Appendix A. Is golf representative of complex systems design?
Although we made the case in Section 3.1 for why an abstract simulation inspired by the game of golf can provide insight into complex system architecture, we revisit that assertion here, analysing whether the features of how the simulation was formulated reflect key attributes of a more representative engineering system, and consequently whether specific results are likely to generalise (Szajnfarber et al. Reference Szajnfarber, Zhang, Mukherjee, Crusan, Hennig and Vrolijk2020). We chose a robotic arm as the reference system for this comparison because it a reasonably complex interdisciplinary system and also one that we have explored extensively in the context of decomposing for open innovation through a recent open innovation field experiment (Szajnfarber et al. Reference Szajnfarber, Zhang, Mukherjee, Crusan, Hennig and Vrolijk2020).

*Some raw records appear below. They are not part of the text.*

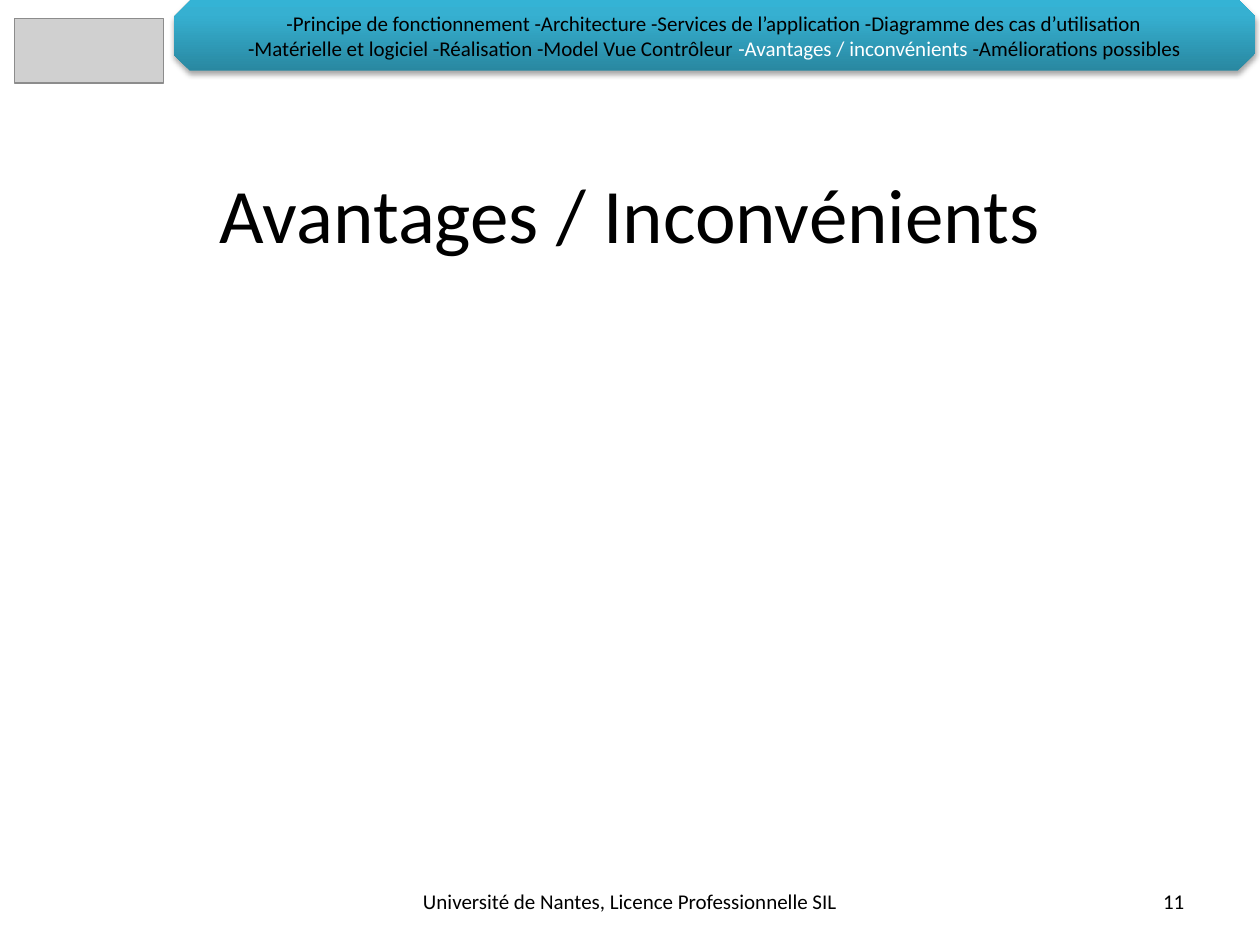
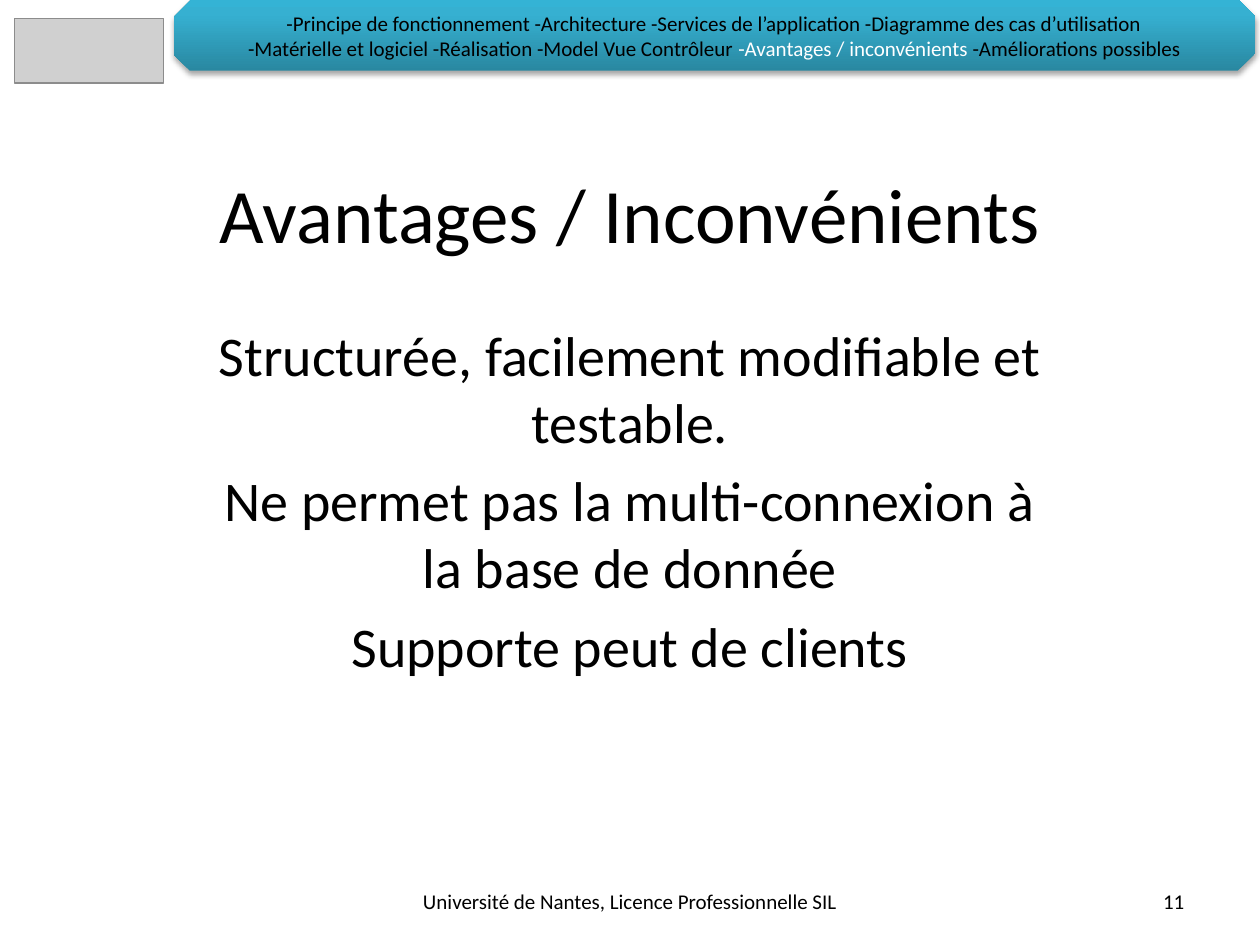
Before and after one commit to LeonardoALARCON/progr3, a slide deck: slide 11 of Documentation/DiapoProg3/PresentationProg3.pptx. Drawn at 1260x945 pixels with LibreOffice and Linux fonts; fonts in the diff are those of the drawing; grey boxes stand for pictures; background and template pictures are left out. Boxes give left, top, right and bottom in pixels: in the first picture for what was removed or moved away, otherwise in the second. Text is boxed around its words. In the diff, an @@ line names an element or a change of style, - is before the commit and + after.

```diff
--- a/Documentation/DiapoProg3/PresentationProg3.pptx
+++ b/Documentation/DiapoProg3/PresentationProg3.pptx
@@ subtitle added at (x1=219, y1=337, x2=1040, y2=676), 32 pt, text #000000 @@
+Structurée, facilement modifiable et testable.
+Ne permet pas la multi-connexion à la base de donnée
+Supporte peut de clients
```
Also in this commit, not shown: 1 other slide changed.

In the golf model, there are four key features of system representation: problem architecture(s), solver types and associated capabilities, innovative solving and coordination costs. Below we assess the extent to which each is representative of a robotic arm, and more generally, a complex system.
A.1. Problem architecture
In golf, the problem was conceptualised in terms of three subfunctions driving, approach and putting. Alternative architectures were considered in terms of alternative groupings of these functions. In golf, order matters, so three subfunctions translate to four alternative grouping structures. In the context of the robotic arm design problem, the core functions involved, positioning, gripping and orienting (a payload). Similar to golf, order matters since gripping of a perching handrail cannot precede posting the gripper near said handrail. In the same way, these three subfunctions translate to four alternative architectures. Of course, these subfunctions can be further decomposed into more elementary functions or could have been architected in a different way. Regardless, the overall representation of interdependent functions of golf closely mirrors the interdependence of a real-world system.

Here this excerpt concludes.